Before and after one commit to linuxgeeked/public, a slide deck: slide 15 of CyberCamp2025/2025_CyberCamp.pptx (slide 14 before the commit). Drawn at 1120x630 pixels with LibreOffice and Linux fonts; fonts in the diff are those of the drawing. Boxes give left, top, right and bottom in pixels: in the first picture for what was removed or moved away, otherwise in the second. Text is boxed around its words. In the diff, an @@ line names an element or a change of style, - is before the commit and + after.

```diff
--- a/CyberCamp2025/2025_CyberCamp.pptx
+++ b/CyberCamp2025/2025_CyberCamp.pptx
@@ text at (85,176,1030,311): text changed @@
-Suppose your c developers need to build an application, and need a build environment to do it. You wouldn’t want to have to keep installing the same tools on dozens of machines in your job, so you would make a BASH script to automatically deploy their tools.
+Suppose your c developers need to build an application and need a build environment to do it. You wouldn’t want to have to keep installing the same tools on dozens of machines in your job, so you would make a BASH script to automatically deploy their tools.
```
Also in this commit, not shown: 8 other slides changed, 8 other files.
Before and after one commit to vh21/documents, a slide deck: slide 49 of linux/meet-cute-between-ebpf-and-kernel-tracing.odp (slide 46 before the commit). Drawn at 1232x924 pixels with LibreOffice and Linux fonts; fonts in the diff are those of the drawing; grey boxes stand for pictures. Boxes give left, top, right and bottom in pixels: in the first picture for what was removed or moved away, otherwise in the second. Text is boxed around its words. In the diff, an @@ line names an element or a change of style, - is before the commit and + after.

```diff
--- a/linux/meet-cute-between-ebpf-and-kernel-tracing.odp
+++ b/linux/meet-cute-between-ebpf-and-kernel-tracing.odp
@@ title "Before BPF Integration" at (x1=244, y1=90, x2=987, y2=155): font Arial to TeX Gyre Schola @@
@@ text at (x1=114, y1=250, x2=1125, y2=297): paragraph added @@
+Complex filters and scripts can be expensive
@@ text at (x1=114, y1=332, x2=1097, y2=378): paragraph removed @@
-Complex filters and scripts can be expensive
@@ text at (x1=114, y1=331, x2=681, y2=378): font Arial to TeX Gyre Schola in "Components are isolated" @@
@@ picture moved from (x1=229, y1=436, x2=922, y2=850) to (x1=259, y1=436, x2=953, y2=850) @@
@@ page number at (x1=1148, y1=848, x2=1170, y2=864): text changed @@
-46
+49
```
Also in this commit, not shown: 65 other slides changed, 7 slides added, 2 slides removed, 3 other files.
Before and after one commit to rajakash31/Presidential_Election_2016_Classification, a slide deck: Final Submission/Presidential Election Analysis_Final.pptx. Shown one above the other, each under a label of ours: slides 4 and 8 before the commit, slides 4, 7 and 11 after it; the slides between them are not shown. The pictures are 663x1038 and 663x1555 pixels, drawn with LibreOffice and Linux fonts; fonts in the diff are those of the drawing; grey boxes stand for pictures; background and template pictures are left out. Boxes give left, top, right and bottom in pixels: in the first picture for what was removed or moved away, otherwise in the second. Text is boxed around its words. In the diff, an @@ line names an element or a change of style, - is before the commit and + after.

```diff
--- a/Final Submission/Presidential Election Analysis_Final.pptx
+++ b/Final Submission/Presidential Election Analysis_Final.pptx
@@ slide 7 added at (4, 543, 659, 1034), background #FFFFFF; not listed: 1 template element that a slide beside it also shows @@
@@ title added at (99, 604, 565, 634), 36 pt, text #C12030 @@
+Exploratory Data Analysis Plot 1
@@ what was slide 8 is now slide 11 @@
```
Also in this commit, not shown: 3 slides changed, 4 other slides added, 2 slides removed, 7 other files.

• • • • • • •

Your assignment: Each of the entries above needs to be given again exactly.

The answer:
Before and after one commit to linuxgeeked/public, a slide deck: slide 15 of CyberCamp2025/2025_CyberCamp.pptx (slide 14 before the commit). Drawn at 1120x630 pixels with LibreOffice and Linux fonts; fonts in the diff are those of the drawing. Boxes give left, top, right and bottom in pixels: in the first picture for what was removed or moved away, otherwise in the second. Text is boxed around its words. In the diff, an @@ line names an element or a change of style, - is before the commit and + after.

```diff
--- a/CyberCamp2025/2025_CyberCamp.pptx
+++ b/CyberCamp2025/2025_CyberCamp.pptx
@@ text at (85,176,1030,311): text changed @@
-Suppose your c developers need to build an application, and need a build environment to do it. You wouldn’t want to have to keep installing the same tools on dozens of machines in your job, so you would make a BASH script to automatically deploy their tools.
+Suppose your c developers need to build an application and need a build environment to do it. You wouldn’t want to have to keep installing the same tools on dozens of machines in your job, so you would make a BASH script to automatically deploy their tools.
```
Also in this commit, not shown: 8 other slides changed, 8 other files.
Before and after one commit to vh21/documents, a slide deck: slide 49 of linux/meet-cute-between-ebpf-and-kernel-tracing.odp (slide 46 before the commit). Drawn at 1232x924 pixels with LibreOffice and Linux fonts; fonts in the diff are those of the drawing; grey boxes stand for pictures. Boxes give left, top, right and bottom in pixels: in the first picture for what was removed or moved away, otherwise in the second. Text is boxed around its words. In the diff, an @@ line names an element or a change of style, - is before the commit and + after.

```diff
--- a/linux/meet-cute-between-ebpf-and-kernel-tracing.odp
+++ b/linux/meet-cute-between-ebpf-and-kernel-tracing.odp
@@ title "Before BPF Integration" at (x1=244, y1=90, x2=987, y2=155): font Arial to TeX Gyre Schola @@
@@ text at (x1=114, y1=250, x2=1125, y2=297): paragraph added @@
+Complex filters and scripts can be expensive
@@ text at (x1=114, y1=332, x2=1097, y2=378): paragraph removed @@
-Complex filters and scripts can be expensive
@@ text at (x1=114, y1=331, x2=681, y2=378): font Arial to TeX Gyre Schola in "Components are isolated" @@
@@ picture moved from (x1=229, y1=436, x2=922, y2=850) to (x1=259, y1=436, x2=953, y2=850) @@
@@ page number at (x1=1148, y1=848, x2=1170, y2=864): text changed @@
-46
+49
```
Also in this commit, not shown: 65 other slides changed, 7 slides added, 2 slides removed, 3 other files.
Before and after one commit to rajakash31/Presidential_Election_2016_Classification, a slide deck: Final Submission/Presidential Election Analysis_Final.pptx. Shown one above the other, each under a label of ours: slides 4 and 8 before the commit, slides 4, 7 and 11 after it; the slides between them are not shown. The pictures are 663x1038 and 663x1555 pixels, drawn with LibreOffice and Linux fonts; fonts in the diff are those of the drawing; grey boxes stand for pictures; background and template pictures are left out. Boxes give left, top, right and bottom in pixels: in the first picture for what was removed or moved away, otherwise in the second. Text is boxed around its words. In the diff, an @@ line names an element or a change of style, - is before the commit and + after.

```diff
--- a/Final Submission/Presidential Election Analysis_Final.pptx
+++ b/Final Submission/Presidential Election Analysis_Final.pptx
@@ slide 7 added at (4, 543, 659, 1034), background #FFFFFF; not listed: 1 template element that a slide beside it also shows @@
@@ title added at (99, 604, 565, 634), 36 pt, text #C12030 @@
+Exploratory Data Analysis Plot 1
@@ what was slide 8 is now slide 11 @@
```
Also in this commit, not shown: 3 slides changed, 4 other slides added, 2 slides removed, 7 other files.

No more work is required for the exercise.